Chester porphyria is a disease which is triggered by the consumption of alcohol, tricyclic antidepressants, aluminum hydroxide, and other accumulated drugs which can lead to high risk.
The consequences from surgery, smoking, and metabolic conditions like low sodium levels or hyponatremia are also considered.
Genetics
Prognostic Factors
The mortality rate of Chester porphyria is probably high enough with the majority of patients experiencing morbid symptoms. In the Chester family many members having high blood pressure with chronic kidney disease also got diagnosed. The Chester porphyria-related painful crises can be described as a major source of morbidity in such patients. An analysis of the family’s pedigree shows that 14 people manifested with peripheral motor neuropathy, from which six suffered from bulbar palsy, and the rest of them rather passed away. Chester porphyria is characterized by various severe conditions like:
Hypertension
Renal failure
Intracerebral hemorrhage
Bulbar palsy
Retinal hemorrhage2.
Clinical History
AgeGroup: Symptoms can appear at any age, although they usually do so in adults.
Physical Examination
Skin: Unlike the other porphyria’s, there also are no specific skin lesions or photosensitivities. Nonetheless, there may be chronic signs of solar radiation in other cases.
Neurological Examination: Evaluation of bulbar palsy which is manifested by slurred speech and facial muscle weakness.
Abdomen: Evaluated by the doctor through palpation for tenderness, guarding, or rebound tenderness; these findings will aid in identifying the acute porphyria crises. It is not so common for these clinical symptoms to be associated with Chester porphyria.

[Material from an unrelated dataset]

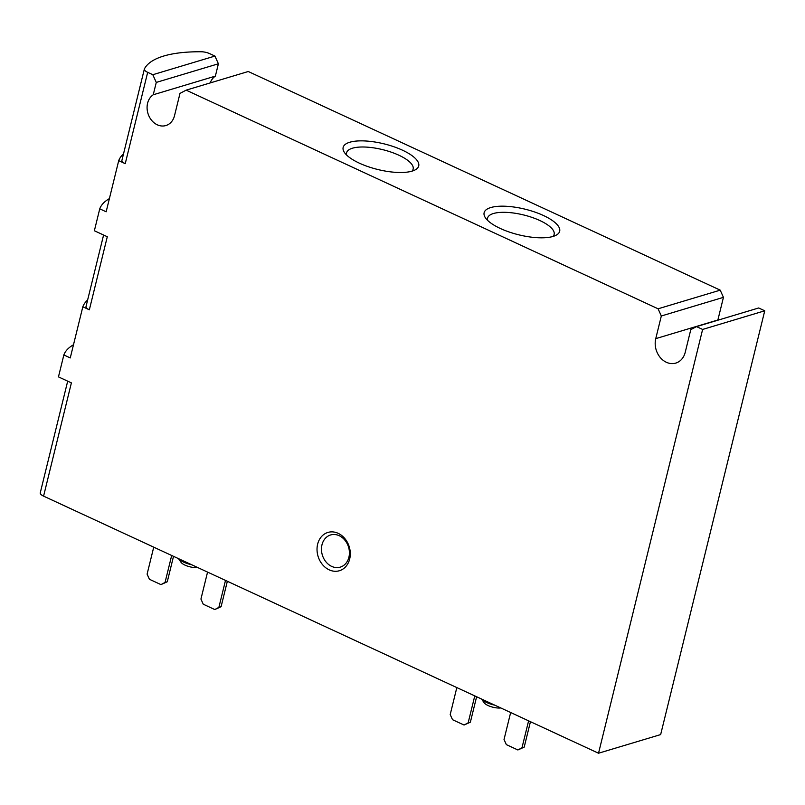 <?xml version="1.0" encoding="UTF-8"?>
<svg xmlns="http://www.w3.org/2000/svg" width="805" height="805" viewBox="0 0 805 805"><rect width="100%" height="100%" fill="white"/><g stroke="black" fill="none" stroke-linecap="round" stroke-linejoin="round"><path stroke-width="1.21" d="M598.528 753.228L702.624 329.436L696.536 326.609L758.662 307.973L764.75 310.79L660.653 734.583L598.528 753.228L43.581 496.132A8 2.717 -166.2 0 1 40.25 492.891A8 2.717 -166.2 0 1 40.331 492.69M317.643 544.16A19.994 16.301 -106.7 0 0 337.788 571.107A19.994 16.301 -106.7 0 0 345.556 539.471A19.994 16.301 -106.7 0 0 317.643 544.16M696.536 326.609L690.791 329.648L685.226 352.298A18.394 14.993 73.3 0 1 675.777 363.095A18.394 14.993 73.3 0 1 660.11 357.329A18.394 14.993 73.3 0 1 655.753 338.643L661.318 315.993L658.088 308.798L186.136 90.15L179.988 93.41L174.514 115.689A16.794 13.695 73.3 0 1 165.88 125.55A16.794 13.695 73.3 0 1 148.613 115.296A16.794 13.695 73.3 0 1 153.242 94.769L156.271 82.422L152.809 74.714L147.677 72.339A8 2.717 -166.2 0 1 144.347 69.099A8 2.717 -166.2 0 1 144.417 68.888A120.197 40.783 -166.2 0 1 201.471 51.772A8 2.717 -166.2 0 1 209.803 53.694L214.945 56.068L152.809 74.714M121.988 160.225A8 2.717 -166.2 0 0 121.907 160.426A8 2.717 -166.2 0 0 125.238 163.667L118.717 160.648L106.149 211.796L99.75 208.827A119.975 40.713 -166.2 0 1 109.389 198.624M43.581 496.132L71.393 382.878L58.463 376.881L63.847 354.965L70.256 357.933L82.824 306.786L89.345 309.804L107.296 236.74L94.366 230.753L99.75 208.827M210.226 82.925A16.794 13.695 73.3 0 1 215.368 76.123L218.397 63.776L214.945 56.068M186.136 90.15L248.262 71.504L720.213 290.152L658.088 308.798M717.829 320.219A18.394 14.993 73.3 0 1 717.879 319.998L723.443 297.347L720.213 290.152M764.75 310.79L702.624 329.436M412.09 171.123A38.902 13.202 13.8 0 0 415.028 169.966A38.902 13.202 13.8 0 0 384.076 143.864A38.902 13.202 13.8 0 0 344.55 152.648A38.902 13.202 13.8 0 0 374.889 168.748A38.902 13.202 13.8 0 0 412.09 171.123M553.065 236.439A38.902 13.202 13.8 0 0 556.003 235.271A38.902 13.202 13.8 0 0 525.051 209.179A38.902 13.202 13.8 0 0 485.526 217.964A38.902 13.202 13.8 0 0 515.864 234.064A38.902 13.202 13.8 0 0 553.065 236.439M89.345 309.804A8 2.717 -166.2 0 1 86.014 306.564A8 2.717 -166.2 0 1 86.095 306.363M118.717 160.648A119.975 40.713 -166.2 0 1 123.527 153.866M63.847 354.965A119.975 40.713 -166.2 0 1 73.497 344.761M82.824 306.786A119.975 40.713 -166.2 0 1 87.624 300.003M218.397 63.776L156.271 82.422M215.368 76.123L153.242 94.769M723.443 297.347L661.318 315.993M321.98 544.814A16.794 13.695 -106.7 0 0 325.955 561.87A16.794 13.695 -106.7 0 0 340.263 567.133A16.794 13.695 -106.7 0 0 348.555 547.108A16.794 13.695 -106.7 0 0 330.614 534.963A16.794 13.695 -106.7 0 0 321.98 544.814M191.711 564.758A14.399 4.88 13.8 0 1 178.479 558.63L181.024 562.303A10.395 3.532 13.8 0 0 197.678 567.525M171.676 555.48L165.055 582.438L160.95 584.611L149.418 579.268L147.104 574.126L153.735 547.169M173.518 556.336L167.269 581.774L165.055 582.438M167.269 581.774L160.95 584.611M225.501 580.415L218.88 607.373L214.774 609.546L203.242 604.203L200.938 599.061L207.559 572.103M227.342 581.27L221.093 606.708L218.88 607.373M221.093 606.708L214.774 609.546M481.541 699.032L484.117 702.725A10.395 3.532 13.8 0 0 500.77 707.947M481.581 699.052A14.399 4.88 13.8 0 0 494.813 705.18M474.769 695.892L468.148 722.86L464.052 725.033L452.511 719.69L450.206 714.548L456.827 687.581M476.62 696.748L470.372 722.196L468.148 722.86M470.372 722.196L464.052 725.033M528.603 720.837L521.982 747.795L517.877 749.968L506.345 744.625L504.031 739.483L510.662 712.526M530.445 721.693L524.196 747.131L521.982 747.795M524.196 747.131L517.877 749.968M552.924 236.479A34.263 11.622 13.8 0 0 554.132 234.416A34.263 11.622 13.8 0 0 523.632 214.955A34.263 11.622 13.8 0 0 487.589 218.064A34.263 11.622 13.8 0 0 487.699 220.449M411.949 171.163A34.263 11.622 13.8 0 0 413.146 169.1A34.263 11.622 13.8 0 0 382.657 149.639A34.263 11.622 13.8 0 0 346.613 152.759A34.263 11.622 13.8 0 0 346.724 155.144M125.238 163.667L147.677 72.339M717.879 319.998L655.753 338.643M86.014 306.564L103.593 235.02M121.907 160.426L144.347 69.099M40.25 492.891L67.69 381.157"/></g></svg>

Blood Pressure: Measurement for signs of hypertension, a pathology that is mostly associated with Chester porphyria disease.
Age group
Associated comorbidity
Hypertension andrenal illness are typical coexisting conditions in affected families. Certain drugs, drinking alcohol, smoking,having surgery, and having aberrant metabolic processes can all trigger porphyric crises.
Associated activity
Acuity of presentation
Differential Diagnoses
Acute Intermittent Porphyria
Diabetic Ketoacidosis (DKA)
Hereditary Coproporphyria
ALA Dehydratase Deficiency Porphyria
Arsenic Toxicity
Emergent Management of Lead Toxicity
Polyarteritis Nodosa
Laboratory Studies
Imaging Studies
Procedures
Histologic Findings
Staging
Treatment Paradigm
Acute Management of Porphyric Crises: Intravenous administration of heme preparations to suppress hepatic porphyrin synthesis. Symptomatic relief with analgesics, antiemetics, and supportive measures.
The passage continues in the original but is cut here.